The LZW algorithm is a very common compression technique.
This algorithm is typically used in GIF and optionally
in PDF and TIFF. Unix’s ‘compress’ command, among other uses.
It is lossless, meaning no data is lost when compressing.
The algorithm is simple to implement and has the potential
for very high throughput in hardware implementations.
It is the algorithm of the widely used Unix file
compression utility compress, and is used in the GIF image format.
- Compress and Decompress Text files.
- Compressed file is binary file with .bin extension.
- Compress and decompress all the files inside the folder when folder name is given as input.
- Decompresses only those files that are compressed by this project.
Here we have tried to implement LZW with dynamic bits size .
The basic algorithm description only mentions "output the index to the result" without specifying how exactly those index values should be written to the result.
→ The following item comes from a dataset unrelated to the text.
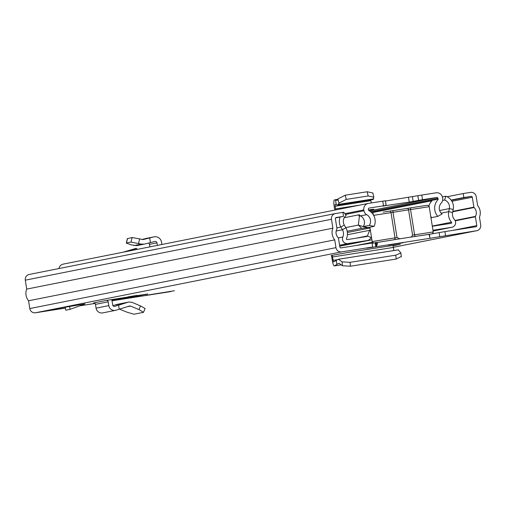 <?xml version="1.0" encoding="UTF-8"?>
<svg xmlns="http://www.w3.org/2000/svg" width="506" height="506" viewBox="0 0 506 506"><rect width="100%" height="100%" fill="white"/><g stroke="black" fill="none" stroke-linecap="round" stroke-linejoin="round"><path stroke-width="0.76" d="M388.197 245.151L402.991 242.823L388.197 245.151M137.056 295.371L127.847 296.895L137.056 295.371M111.971 300.634L115.191 300.077L111.946 300.539M111.883 300.324L124.723 298.23L111.845 300.21M111.586 299.596A5.718 5.598 -101.3 0 1 112.098 301.222L112.699 305.01A1.682 1.644 78.7 0 0 114.818 306.358L118.562 305.194L119.195 309.223L115.994 310.222A5.718 5.598 -101.3 0 1 108.796 305.618L108.195 301.829A1.682 1.644 78.7 0 0 106.304 300.425L147.746 293.992L138.144 295.909L138.075 295.46M130.535 296.636L130.618 297.142L138.144 295.909M130.618 297.142L111.801 300.096M145.38 295.415L174.444 290.748L145.38 295.415M65.337 307.838L40.98 311.766L65.356 307.952M372.694 247.004L341.639 251.868A5.047 4.94 -101.3 0 1 335.965 247.649L334.738 239.876A11.436 11.195 -101.3 0 1 332.885 228.187L331.474 219.275A5.047 4.94 -101.3 0 1 335.56 213.526L342.878 212.381L343.511 216.366L336.193 217.51A1.012 0.987 -101.3 0 0 335.377 218.662L336.952 228.592A0.67 0.658 78.7 0 1 336.882 229.016A7.4 7.242 -101.3 0 0 338.28 237.871A0.67 0.658 78.7 0 1 338.476 238.25L339.874 247.036A1.012 0.987 -101.3 0 0 341.006 247.883L372.068 243.019L372.694 247.004L366.806 248.18L375.775 246.789L375.142 242.798L372.106 243.297M170.826 291.557A5.047 4.94 -101.3 0 1 170.44 291.639L112.009 300.785M95.02 303.448L79.695 305.845M65.382 308.091L35.464 312.771A5.047 4.94 -101.3 0 1 29.797 308.552L28.564 300.779A11.436 11.195 -101.3 0 1 26.71 289.097L25.3 280.179A5.047 4.94 -101.3 0 1 29.392 274.429M451.105 200.06L463.85 197.523L463.218 193.532L470.536 192.388A5.047 4.94 -101.3 0 1 476.203 196.606L477.62 205.525A11.436 11.195 -101.3 0 1 479.467 217.213L480.7 224.987A5.047 4.94 -101.3 0 1 476.608 230.73L430.037 238.288L429.113 234.601M332.259 255.302A5.718 1.176 81.1 0 1 332.575 256.953L333.112 260.343A1.682 0.348 -98.9 0 0 333.713 261.937A1.682 0.348 -98.9 0 0 333.739 261.931L336.237 260.375L336.876 264.379L334.434 265.89A5.718 1.176 81.1 0 1 334.333 265.928A5.718 1.176 81.1 0 1 332.297 260.508L331.759 257.118A1.682 0.348 -98.9 0 0 331.158 255.524L349.779 252.146L400.271 244.29L393.08 245.777A5.718 1.176 81.1 0 1 393.396 247.428L393.889 250.552M65.242 307.218L84.926 303.948L70.068 309.343L65.717 310.21L65.242 307.218M429.727 236.321L429.411 234.303L444.919 231.609L445.552 235.594M463.85 197.523L471.168 196.379A1.012 0.987 -101.3 0 1 472.3 197.22L473.875 207.15A0.67 0.658 78.7 0 0 474.071 207.53A7.4 7.242 -101.3 0 1 475.476 216.385A0.67 0.658 78.7 0 0 475.406 216.808L476.797 225.594A1.012 0.987 -101.3 0 1 475.982 226.745L444.919 231.609M463.218 193.532L447.108 196.739M343.511 216.366L335.522 217.953M332.885 228.187L26.71 289.097M334.738 239.876L28.564 300.779M40.98 311.766A4.712 4.611 78.7 0 0 41.34 311.696M170.712 291.336A4.712 4.611 78.7 0 0 171.724 291.292M377.761 242.304L376.995 245.119L375.983 242.235M376.995 245.119L376.635 246.042L375.705 242.532M376.635 246.042L375.775 246.789L430.037 238.288M429.423 235.442L429.107 234.24M115.438 310.361L102.718 312.891A5.718 5.598 -101.3 0 1 96.07 308.148L95.47 304.359A1.682 1.644 78.7 0 0 93.578 302.955L106.304 300.425M119.195 309.223L129.662 305.966M129.498 306.01L130.592 306.06L139.017 309.628L143.508 312.335L133.926 314.239L126.715 312.075L119.524 309.122M112.876 305.548L128.872 302.006L132.041 302.335L140.466 305.896L145.102 308.521L143.508 312.335M115.817 304.637L128.322 302.145L118.562 305.194M336.876 264.379L339.058 263.228L342.41 265.758L350.424 266.213L396.217 259.04L401.195 256.548M350.424 266.213L350.095 262.323L395.774 255.169L396.217 259.04M392.985 245.385A5.718 1.176 81.1 0 1 393.08 245.777M338.596 259.23L398.298 249.882L400.878 252.949L395.774 255.169M350.095 262.323L342.081 261.868L338.35 259.268L336.237 260.375M398.298 249.882L338.35 259.268M69.594 306.351L70.068 309.343M369.892 227.194L372.169 241.558L397.001 237.554L399.81 238.807L374.295 242.943M379.038 242.14L396.438 239.363M399.215 238.914L410.859 237.086L411.732 236.593L412.573 235.119L408.57 209.863L393.004 212.305L397.001 237.554M429.828 234.246L412.858 236.795L427.823 234.499M399.81 238.807L410.872 237.074M412.858 236.795L410.859 237.086M342.885 212.387L343.764 212.21L346.161 215.442A7.4 7.242 78.7 0 0 344.295 225.05L345.838 227.744A12.03 11.771 -101.3 0 1 346.458 238.661A0.67 0.658 78.7 0 0 347.167 239.604L366.622 236.555A1.012 0.987 78.7 0 0 367.375 235.96L369.722 230.293A5.047 4.94 -101.3 0 1 370.234 229.351M340.146 217.036A11.436 11.195 78.7 0 0 340.886 227.067L342.423 229.756A7.988 7.818 -101.3 0 1 342.84 237.01A4.712 4.611 78.7 0 0 347.799 243.588L367.248 240.54A5.047 4.94 78.7 0 0 371.012 237.554L371.391 236.644M343.764 212.21A11.436 11.195 78.7 0 0 342.96 212.893M432.946 230.255L451.75 227.308A4.712 4.611 78.7 0 0 454.432 219.534A7.988 7.818 -101.3 0 1 452.592 212.507L453.224 209.471A11.436 11.195 78.7 0 0 445.894 196.22L444.61 200.022L442.617 200.42M432.314 226.264L451.118 223.323A0.67 0.658 78.7 0 0 451.504 222.21A12.03 11.771 -101.3 0 1 448.721 211.635L449.353 208.599A7.4 7.242 78.7 0 0 444.61 200.022M445.894 196.22L442.383 196.916M137.449 249.35L136.089 248.357L135.722 248.699L136.089 248.357M383.504 205.815L369.197 208.055A1.012 0.987 -101.3 0 0 368.374 209.206L368.507 210.047A0.67 0.658 78.7 0 0 368.849 210.54A12.195 11.935 -101.3 0 1 374.124 226.353L369.374 225.385A7.482 7.324 78.7 0 0 366.679 214.677A5.383 5.269 -101.3 0 1 363.959 210.762L363.82 209.914A5.718 5.598 -101.3 0 1 368.457 203.406L382.77 201.16L383.504 205.815L386.078 205.442L385.408 200.768L382.77 201.16M417.861 195.695L418.601 200.344L422.535 199.699L421.795 195.05L385.452 201.027M421.795 195.05L436.109 192.811A5.718 5.598 -101.3 0 1 442.529 197.593L442.668 198.441A5.383 5.269 -101.3 0 1 441.283 202.995A7.482 7.324 78.7 0 0 442.029 214.006L437.81 216.378A12.195 11.935 -101.3 0 1 437.937 199.718A0.67 0.658 78.7 0 0 438.114 199.149L371.398 212.419M373.63 209.187L368.501 209.984M373.656 209.357L371.037 209.876A6.395 1.316 -98.9 0 0 371.366 209.535M418.601 200.344L413.155 201.426L412.422 196.777M408.487 197.422L409.227 202.071L413.155 201.426M409.227 202.071L383.181 206.012M386.078 205.442L383.206 206.151M422.535 199.699L436.842 197.46A1.012 0.987 -101.3 0 1 437.975 198.301L438.114 199.149M437.81 216.378L430.96 217.738M430.764 202.229L431.308 200.502M347.173 231.242L361.72 228.345L358.375 225.081L345.75 227.592M369.374 225.385L363.251 226.606L358.375 225.081L359.387 216.182L360.557 215.891A5.383 5.269 -101.3 0 1 359.146 214.759L358.463 214.898L359.387 216.182M58.911 268.553A5.718 5.598 -101.3 0 1 63.509 264.062M374.124 226.353L368.001 227.567L363.251 226.606A7.482 7.324 78.7 0 0 360.557 215.891L366.679 214.677M361.72 228.345L368.001 227.567M431.688 217.593A12.195 11.935 -101.3 0 1 430.751 216.416M428.962 206.043A12.195 11.935 -101.3 0 1 431.814 200.939A0.67 0.658 78.7 0 0 431.985 200.37M157.379 245.385L156.974 242.855A1.682 1.644 78.7 0 0 154.944 241.476L150.434 242.602L149.694 237.934L153.811 236.909A6.395 6.255 -101.3 0 1 161.528 242.146L161.901 244.487M142.066 239.458L146.329 238.396A6.395 6.255 -101.3 0 1 146.911 238.282M149.89 246.877L149.491 244.347A1.682 1.644 78.7 0 0 148.543 243.076M149.694 237.934L143.135 239.566M143.053 239.578L132.136 237.516L127.48 238.649M132.136 237.516L131.016 242.083L126.449 242.988L127.537 238.434M131.016 242.083L141.288 244.113L144.343 244.12L136.677 245.657L131.25 244.86L126.304 243.07L127.392 238.516M144.343 244.12L150.434 242.602M371.271 202.963L370.911 200.661A1.682 0.348 81.1 0 1 370.822 199.864M372.865 193.482L372.865 192.988L367.173 191.761L345.187 195.202L337.875 198.959L337.243 200.351L334.586 199.883A6.395 1.316 -98.9 0 0 334.485 199.876A6.395 1.316 -98.9 0 0 334.181 206.448L334.599 209.098A1.682 0.348 81.1 0 1 334.687 210.116M335.693 209.914A6.395 1.316 -98.9 0 0 335.554 208.908L335.13 206.258A1.682 0.348 81.1 0 1 335.212 204.532A1.682 0.348 81.1 0 1 335.238 204.532L338.002 205.006L373.245 199.484L338.122 204.968M335.522 200.079L336.262 204.753M367.173 191.761L368.153 195.98L346.306 199.396L345.187 195.202M337.875 205.006L338.995 203.159L346.306 199.396M368.153 195.98L373.845 197.213L373.162 199.478M341.639 251.868L35.464 312.771M476.608 230.73L393.371 247.289M439.138 232.76L439.765 236.745M471.168 196.379L451.301 200.325M472.3 197.22L451.915 201.274M474.071 207.53L452.743 211.774M473.875 207.15L452.832 211.337M475.476 216.385L455.065 220.445M475.406 216.808L455.242 220.818M476.797 225.594L452.661 230.394M331.474 219.275L25.3 280.179M335.965 247.649L29.797 308.552M108.195 301.829L95.47 304.359M108.796 305.618L96.07 308.148M130.592 306.06L127.095 306.756M114.818 306.358L114.482 306.427M140.466 305.896L139.017 309.628M334.434 265.89L341.221 264.828M332.575 256.953L393.396 247.428M333.112 260.343L337.654 259.635M342.081 261.868L342.41 265.758M411.017 207.789L408.899 208.13L411.024 207.789A1.682 0.734 -99.2 0 1 411.03 207.789L418.304 206.631L411.024 207.789A1.682 0.734 -99.2 0 0 410.568 209.554L414.566 234.803L433.212 231.95L429.214 206.701L408.57 209.863A1.682 1.284 -98.4 0 0 407.058 208.409A1.682 1.284 -98.4 0 0 407.039 208.415L393.472 210.54A1.682 0.734 80.8 0 0 393.466 210.54A1.682 0.734 80.8 0 0 393.004 212.305L373.637 215.347M393.459 210.54L389.512 211.16M373.706 213.798L372.739 213.943M383.181 212.128L389.493 211.16A1.682 1.284 81.6 0 1 389.493 211.16A1.682 1.284 81.6 0 1 391.005 212.615L395.009 237.871A1.682 1.284 81.6 0 1 394.003 239.736M412.573 235.119L414.566 234.803A1.682 0.734 -99.2 0 0 415.559 236.365M408.892 208.13L407.071 208.409M383.187 212.128L408.899 208.13M371.012 237.554L367.375 235.96L356.053 238.212M370.436 230.603L369.722 230.293L347.42 234.727M367.248 240.54L339.709 246.024L367.445 240.508M372.454 242.26L355.99 245.536M371.891 239.787L339.735 246.182M336.838 227.871L340.886 227.067L344.295 225.05M336.174 231.002L342.423 229.756L345.838 227.744M452.592 212.507L448.721 211.635L441.137 213.146M453.224 209.471L449.353 208.599L439.644 210.534M451.504 222.21L432.276 226.037M342.84 237.01L338.318 237.909M347.799 243.588L339.583 245.22M451.75 227.308L433.066 231.027L451.928 227.276M126.158 251.596L136.544 248.535M371.037 209.876L368.583 210.262M436.842 197.46L369.418 210.875M431.257 200.882L371.708 212.729M358.463 214.898L344.207 217.732M363.959 210.762L345.421 214.449M437.975 198.301L370.594 211.71M363.82 209.914L344.858 213.69M153.811 236.909L146.329 238.396M141.288 244.113L133.957 245.568M156.974 242.855L149.491 244.347M138.543 243.411L139.656 238.845M337.711 199.396L334.586 199.883M359.994 205.082L335.554 208.908M373.586 198.896L338.533 204.386M370.911 200.661L335.13 206.258M337.875 198.959L338.995 203.159M335.37 213.557L29.196 274.467M476.804 230.698L393.371 247.295M41.163 311.734L43.794 311.209M334.333 265.928L341.246 264.847M338.47 259.23L398.367 249.85M400.878 252.949L401.315 256.82M418.31 206.631L427.469 205.278L428.462 205.55L429.214 206.701M429.834 234.24L432.232 233.753L433.098 232.874L433.212 231.95M372.169 241.558L373.548 242.95L374.263 242.943M370.019 227.991L347.382 232.494M368.235 203.444L63.288 264.1M385.408 200.768L386.148 205.423M154.102 236.84L146.62 238.332M136.057 248.364L122.895 252.247M337.723 199.37L334.485 199.876M372.865 192.988L373.845 197.213"/></g></svg>

Naturally the most space-efficient way of writing them is to write only as many bits for each index as is necessary. If, for example, our maximum bitsize of the dictionary is 16, then the index values should be written as 16-bit integers to the output (thus taking 2 bytes per index).
However, it should be noted that every index value written to the output has a maximum value of the size of the dictionary at that point. In other words, if our dictionary contains eg. only 350 entries so far, the next index written to the output will be between 0 and 350. Thus if we write that value using 16 bits, the highest 7 bits of that value will always be 0. This is, naturally, a waste of space.
Dynamic LZW (which is used eg. in the GIF format) only writes as many bits as the current dictionary size requires. In other words, if the current dictionary size is 350 elements, then the index value will be written as a 9-bit integer (instead of eg. a 16-bit one). When the element with index 511 is added to the dictionary then the output bitsize is incremented by one, ie. all indices will now by written as 10-bit integers.
Clone the repository on your machine.
- Open Terminal and change directory to the project directory.
- Type command ' make all' which will compile the required files and generate executable file.
- project -[cd] -i input file/folder name -o output file/folder name.
- -c specifies the option of compression.
- -d specifies the option of decompression.
- Using this program we can compress text files upto size 20kB.
- You can refer to results.txt file to get the information about results obtained.